▸ Assignment:
What is the number of lines in the data below that hold the word "after"? Give nothing beyond that number.

(Records excerpted from a collection)

┌──

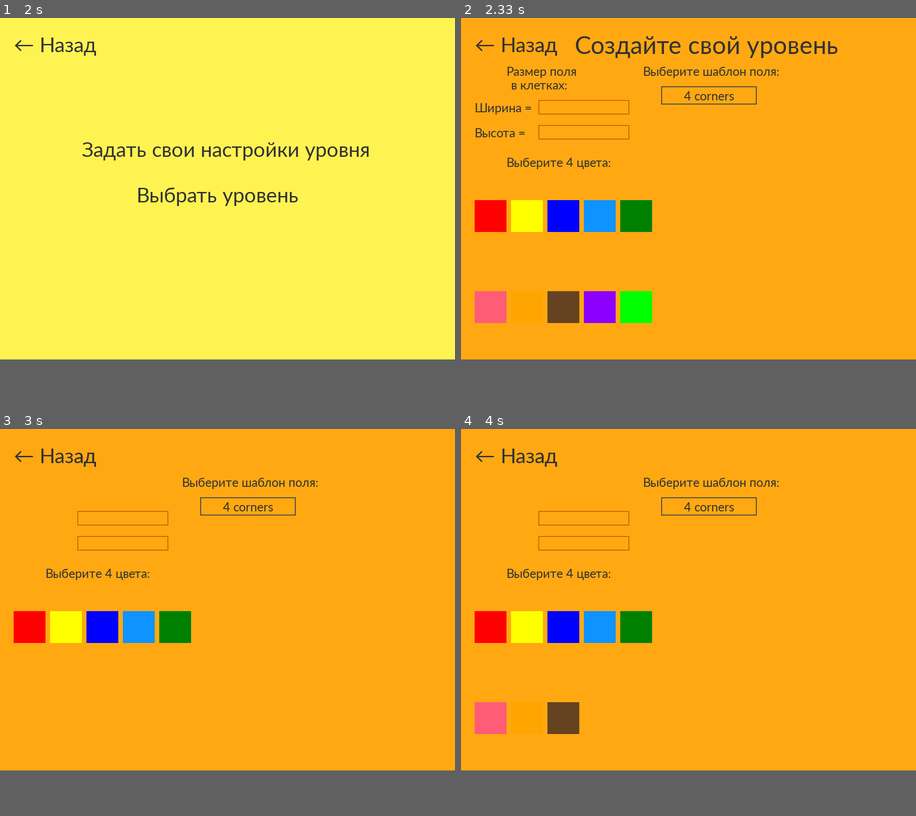
Above: before the commit, frames 1-4 (two rows, left to right).
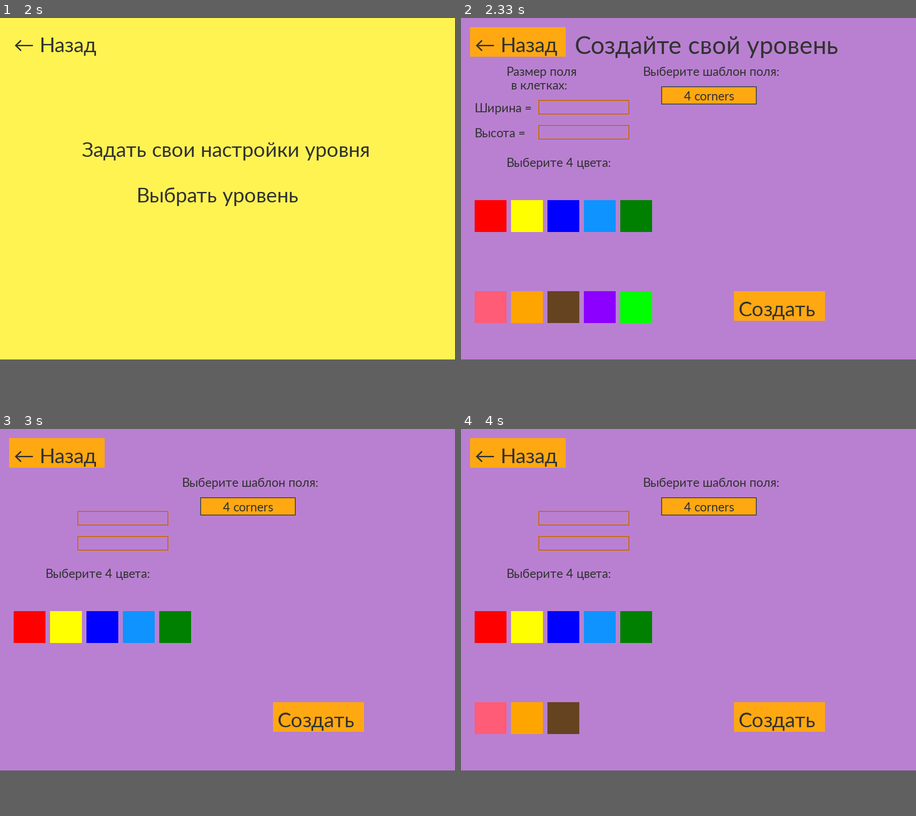
Above: after the commit, the same moments.

Repository: Angelina-ainel/PyGame-Project
Game: pygame game, started from menu.py
Same seed, same stepped clock (60 frames per second), same inputs: the game is played once before the commit and once after it.
Inputs (mouse positions are in pixels of both pictures, inside the frame that each line leads up to):
- Up to frame 1 (2 s): press the mouse at (222, 215) at 0.37 s; move the mouse to (213, 153) at 0.47 s; release the mouse at (209, 95) at 0.6 s; click (273, 211) at 0.75 s; press the mouse at (227, 215) at 1.03 s; move the mouse to (263, 176) at 1.13 s; release the mouse at (300, 141) at 1.27 s; press the mouse at (54, 41) at 1.37 s; move the mouse to (91, 168) at 1.47 s; release the mouse at (127, 296) at 1.6 s; press the mouse at (227, 168) at 1.7 s; move the mouse to (186, 126) at 1.8 s; release the mouse at (141, 83) at 1.93 s
- Up to frame 2 (2.33 s): press the mouse at (688, 145) at 2.03 s; move the mouse to (770, 180) at 2.13 s; release the mouse at (852, 211) at 2.27 s
- Up to frame 3 (3 s): click "4 corners" at 2.45 s; press the mouse at (245, 579) at 2.73 s; move the mouse to (177, 641) at 2.83 s; release the mouse at (109, 703) at 2.97 s
- Up to frame 4 (4 s): click "4 corners" at 3.58 s; press the mouse at (561, 719) at 3.9 s

Frame 1 is identical in both runs. In frame 2, 77% of the frame differs, in the area x 0-100%, y 0-89%; in frame 3, 81%; in frame 4, 79%.

Commit message:
start editing level settings

Diff:
--- a/menu.py
+++ b/menu.py
@@ -39,7 +39,8 @@
 
 
 def music_play():
-    pg.mixer.music.play(-1)
+    # pg.mixer.music.play(-1)
+    pass
 
 
 def music_up():
@@ -395,7 +396,7 @@
     time.sleep(0.25)
     global up_font, c_font, down_font, select_color
 
-    back = Button(210, 65, (255, 168, 18), (204, 102, 0))
+    back = Button(210, 65, (255, 168, 18), (109, 49, 135))
 
     field_size_text = down_font.render('Размер поля', True, (50, 50, 50))
     field_size_text1 = down_font.render('в клетках:', True, (50, 50, 50))
@@ -428,7 +429,7 @@
     violet_button = ColorButton(70, 70, (139, 0, 255), (139, 0, 255))
     light_green_button = ColorButton(70, 70, (0, 255, 0), (0, 255, 0))
 
-    create = Button(150, 65, (255, 168, 18), (204, 102, 0))
+    create = Button(200, 65, (255, 168, 18), (109, 49, 135))
 
     clock = pg.time.Clock()
     while True:
@@ -446,13 +447,13 @@
         for box in input_boxes:
             box.update()
 
-        screen.fill((255, 168, 18))
+        screen.fill((185, 128, 209))
 
         for box in input_boxes:
             box.draw(screen)
         up_text = up_font.render('Создайте свой уровень', True, (50, 50, 50))
         back.draw(20, 20, '← Назад', select_menu)
-        create.draw(20, 20, '← Назад')  #
+        create.draw(600, 600, 'Создать')  #
 
         drop_list.draw(screen)
         screen.blit(drop_list_text, (400, 100))
Binary file changed: color_schemes.db

└──

▸ Written reply:
2